[PROVIDED INFORMATION]:

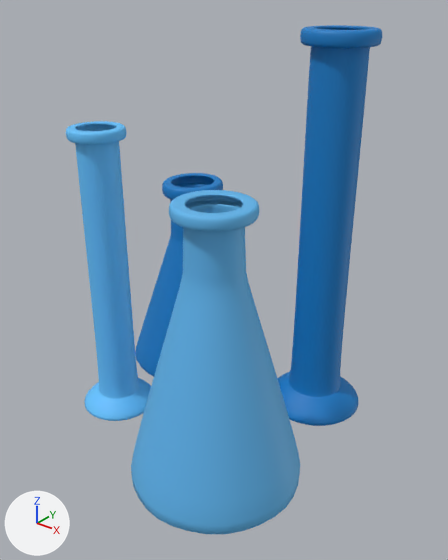
The glTF model src/worlds/KIN_ShootAndDrop/assets/models/Beaker_Group3.glb: old version first, new version second.
Rendered twice from a 50 mm camera at (2.77, -5.0, 3.29) aimed at (1.33, -3.19, 2.17). Arrows for +X, +Y and +Z are at lower left; the lights stay in place. Where no turn or scale is listed for an object, it has been applied to the vertices.

The scene before the commit, as lines of its bpy script (objects in view):
```python
me_pcylinder1_lambert2_0 = bpy.data.meshes.new('pCylinder1_lambert2_0')
me_pcylinder1_lambert2_0.from_pydata(...)  # 3394 vertices, 6784 faces; spans x -0.315..0.314, y -0.307..0.307, z -0.201..0.77
me_pcylinder1_lambert2_0.materials.append(mat_lambert2)  # blue #047cc7
me_pcylinder4_lambert5_0 = bpy.data.meshes.new('pCylinder4_lambert5_0')
me_pcylinder4_lambert5_0.from_pydata(...)  # 4546 vertices, 9088 faces; spans x -0.167..0.167, y -0.167..0.167, z -0.695..0.613
me_pcylinder4_lambert5_0.materials.append(mat_lambert5)  # blue #63c3ff
me_pcylinder5_lambert8_0 = bpy.data.meshes.new('pCylinder5_lambert8_0')
me_pcylinder5_lambert8_0.from_pydata(...)  # 4546 vertices, 9088 faces; spans x -0.22..0.22, y -0.22..0.22, z -0.9..0.79
me_pcylinder5_lambert8_0.materials.append(mat_lambert8)  # blue #047cc7
me_pcylinder6_lambert7_0 = bpy.data.meshes.new('pCylinder6_lambert7_0')
me_pcylinder6_lambert7_0.from_pydata(...)  # 4034 vertices, 8064 faces; spans x -0.342..0.342, y -0.342..0.342, z -0.2..0.958
me_pcylinder6_lambert7_0.materials.append(mat_lambert7)  # blue #5fb6ed
ob_pcylinder1_lambert2_0 = bpy.data.objects.new('pCylinder1_lambert2_0', me_pcylinder1_lambert2_0)
ob_pcylinder1_lambert2_0.location = (0.883, -2.878, 1.666)
ob_pcylinder4_lambert5_0 = bpy.data.objects.new('pCylinder4_lambert5_0', me_pcylinder4_lambert5_0)
ob_pcylinder4_lambert5_0.location = (0.868, -3.413, 2.162)
ob_pcylinder5_lambert8_0 = bpy.data.objects.new('pCylinder5_lambert8_0', me_pcylinder5_lambert8_0)
ob_pcylinder5_lambert8_0.location = (1.569, -2.8, 2.337)
ob_pcylinder6_lambert7_0 = bpy.data.objects.new('pCylinder6_lambert7_0', me_pcylinder6_lambert7_0)
ob_pcylinder6_lambert7_0.location = (1.53, -3.498, 1.671)
```
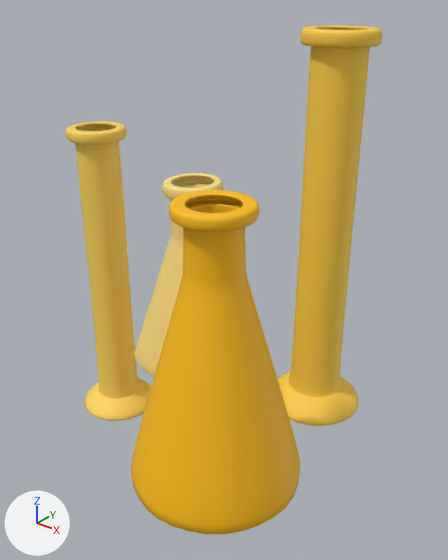
Changed parts and their boxes [x1, y1, x2, y2] in the pictures (448 x 560 px):
'pCylinder6_lambert7_0', recoloured (blue to yellow): [131, 190, 300, 534] in both
'pCylinder5_lambert8_0', recoloured (blue to yellow): [277, 25, 382, 426] in both
'pCylinder4_lambert5_0', recoloured (blue to yellow): [66, 121, 151, 421] in both
'pCylinder1_lambert2_0', recoloured (blue to yellow): [135, 173, 223, 377] in both

The change in detail:
Material 'lambert13' (mat_lambert13) is new.
Its base color is (1.0, 0.753, 0.242) (yellow #ffe187).
Its roughness is 0.6.
Material 'lambert12' (mat_lambert12) is new.
Its base color is (1.0, 0.68, 0.107) (yellow #ffd75c).
Its roughness is 0.6.
Material 'lambert11' (mat_lambert11) is new.
Its base color is (1.0, 0.527, 0.0) (yellow #ffc000).
Its roughness is 0.6.
Material 'lambert10' (mat_lambert10) is new.
Its base color is (1.0, 0.638, 0.0595) (yellow #ffd145).
Its roughness is 0.6.
me_pcylinder5_lambert8_0 has 4546 vertices, 9088 faces and spans x -0.22..0.22, y -0.22..0.22, z -0.9..0.79.
me_pcylinder5_lambert8_0 no longer uses material mat_lambert8 (blue #047cc7).
me_pcylinder5_lambert8_0 now uses material mat_lambert10 (yellow #ffd145).
me_pcylinder6_lambert7_0 has 4034 vertices, 8064 faces and spans x -0.342..0.342, y -0.342..0.342, z -0.2..0.958.
me_pcylinder6_lambert7_0 no longer uses material mat_lambert7 (blue #5fb6ed).
me_pcylinder6_lambert7_0 now uses material mat_lambert11 (yellow #ffc000).
me_pcylinder4_lambert5_0 has 4546 vertices, 9088 faces and spans x -0.167..0.167, y -0.167..0.167, z -0.695..0.613.
me_pcylinder4_lambert5_0 no longer uses material mat_lambert5 (blue #63c3ff).
me_pcylinder4_lambert5_0 now uses material mat_lambert12 (yellow #ffd75c).
me_pcylinder1_lambert2_0 has 3394 vertices, 6784 faces and spans x -0.315..0.314, y -0.307..0.307, z -0.201..0.77.
me_pcylinder1_lambert2_0 no longer uses material mat_lambert2 (blue #047cc7).
me_pcylinder1_lambert2_0 now uses material mat_lambert13 (yellow #ffe187).

[DESCRIPTION OF THE TASK]:
Set every record down verbatim. No pictures belong in the copy.

[OUTPUT BELOW]:
The glTF model src/worlds/KIN_ShootAndDrop/assets/models/Beaker_Group3.glb: old version first, new version second.
Rendered twice from a 50 mm camera at (2.77, -5.0, 3.29) aimed at (1.33, -3.19, 2.17). Arrows for +X, +Y and +Z are at lower left; the lights stay in place. Where no turn or scale is listed for an object, it has been applied to the vertices.

The scene before the commit, as lines of its bpy script (objects in view):
```python
me_pcylinder1_lambert2_0 = bpy.data.meshes.new('pCylinder1_lambert2_0')
me_pcylinder1_lambert2_0.from_pydata(...)  # 3394 vertices, 6784 faces; spans x -0.315..0.314, y -0.307..0.307, z -0.201..0.77
me_pcylinder1_lambert2_0.materials.append(mat_lambert2)  # blue #047cc7
me_pcylinder4_lambert5_0 = bpy.data.meshes.new('pCylinder4_lambert5_0')
me_pcylinder4_lambert5_0.from_pydata(...)  # 4546 vertices, 9088 faces; spans x -0.167..0.167, y -0.167..0.167, z -0.695..0.613
me_pcylinder4_lambert5_0.materials.append(mat_lambert5)  # blue #63c3ff
me_pcylinder5_lambert8_0 = bpy.data.meshes.new('pCylinder5_lambert8_0')
me_pcylinder5_lambert8_0.from_pydata(...)  # 4546 vertices, 9088 faces; spans x -0.22..0.22, y -0.22..0.22, z -0.9..0.79
me_pcylinder5_lambert8_0.materials.append(mat_lambert8)  # blue #047cc7
me_pcylinder6_lambert7_0 = bpy.data.meshes.new('pCylinder6_lambert7_0')
me_pcylinder6_lambert7_0.from_pydata(...)  # 4034 vertices, 8064 faces; spans x -0.342..0.342, y -0.342..0.342, z -0.2..0.958
me_pcylinder6_lambert7_0.materials.append(mat_lambert7)  # blue #5fb6ed
ob_pcylinder1_lambert2_0 = bpy.data.objects.new('pCylinder1_lambert2_0', me_pcylinder1_lambert2_0)
ob_pcylinder1_lambert2_0.location = (0.883, -2.878, 1.666)
ob_pcylinder4_lambert5_0 = bpy.data.objects.new('pCylinder4_lambert5_0', me_pcylinder4_lambert5_0)
ob_pcylinder4_lambert5_0.location = (0.868, -3.413, 2.162)
ob_pcylinder5_lambert8_0 = bpy.data.objects.new('pCylinder5_lambert8_0', me_pcylinder5_lambert8_0)
ob_pcylinder5_lambert8_0.location = (1.569, -2.8, 2.337)
ob_pcylinder6_lambert7_0 = bpy.data.objects.new('pCylinder6_lambert7_0', me_pcylinder6_lambert7_0)
ob_pcylinder6_lambert7_0.location = (1.53, -3.498, 1.671)
```
Changed parts and their boxes [x1, y1, x2, y2] in the pictures (448 x 560 px):
'pCylinder6_lambert7_0', recoloured (blue to yellow): [131, 190, 300, 534] in both
'pCylinder5_lambert8_0', recoloured (blue to yellow): [277, 25, 382, 426] in both
'pCylinder4_lambert5_0', recoloured (blue to yellow): [66, 121, 151, 421] in both
'pCylinder1_lambert2_0', recoloured (blue to yellow): [135, 173, 223, 377] in both

The change in detail:
Material 'lambert13' (mat_lambert13) is new.
Its base color is (1.0, 0.753, 0.242) (yellow #ffe187).
Its roughness is 0.6.
Material 'lambert12' (mat_lambert12) is new.
Its base color is (1.0, 0.68, 0.107) (yellow #ffd75c).
Its roughness is 0.6.
Material 'lambert11' (mat_lambert11) is new.
Its base color is (1.0, 0.527, 0.0) (yellow #ffc000).
Its roughness is 0.6.
Material 'lambert10' (mat_lambert10) is new.
Its base color is (1.0, 0.638, 0.0595) (yellow #ffd145).
Its roughness is 0.6.
me_pcylinder5_lambert8_0 has 4546 vertices, 9088 faces and spans x -0.22..0.22, y -0.22..0.22, z -0.9..0.79.
me_pcylinder5_lambert8_0 no longer uses material mat_lambert8 (blue #047cc7).
me_pcylinder5_lambert8_0 now uses material mat_lambert10 (yellow #ffd145).
me_pcylinder6_lambert7_0 has 4034 vertices, 8064 faces and spans x -0.342..0.342, y -0.342..0.342, z -0.2..0.958.
me_pcylinder6_lambert7_0 no longer uses material mat_lambert7 (blue #5fb6ed).
me_pcylinder6_lambert7_0 now uses material mat_lambert11 (yellow #ffc000).
me_pcylinder4_lambert5_0 has 4546 vertices, 9088 faces and spans x -0.167..0.167, y -0.167..0.167, z -0.695..0.613.
me_pcylinder4_lambert5_0 no longer uses material mat_lambert5 (blue #63c3ff).
me_pcylinder4_lambert5_0 now uses material mat_lambert12 (yellow #ffd75c).
me_pcylinder1_lambert2_0 has 3394 vertices, 6784 faces and spans x -0.315..0.314, y -0.307..0.307, z -0.201..0.77.
me_pcylinder1_lambert2_0 no longer uses material mat_lambert2 (blue #047cc7).
me_pcylinder1_lambert2_0 now uses material mat_lambert13 (yellow #ffe187).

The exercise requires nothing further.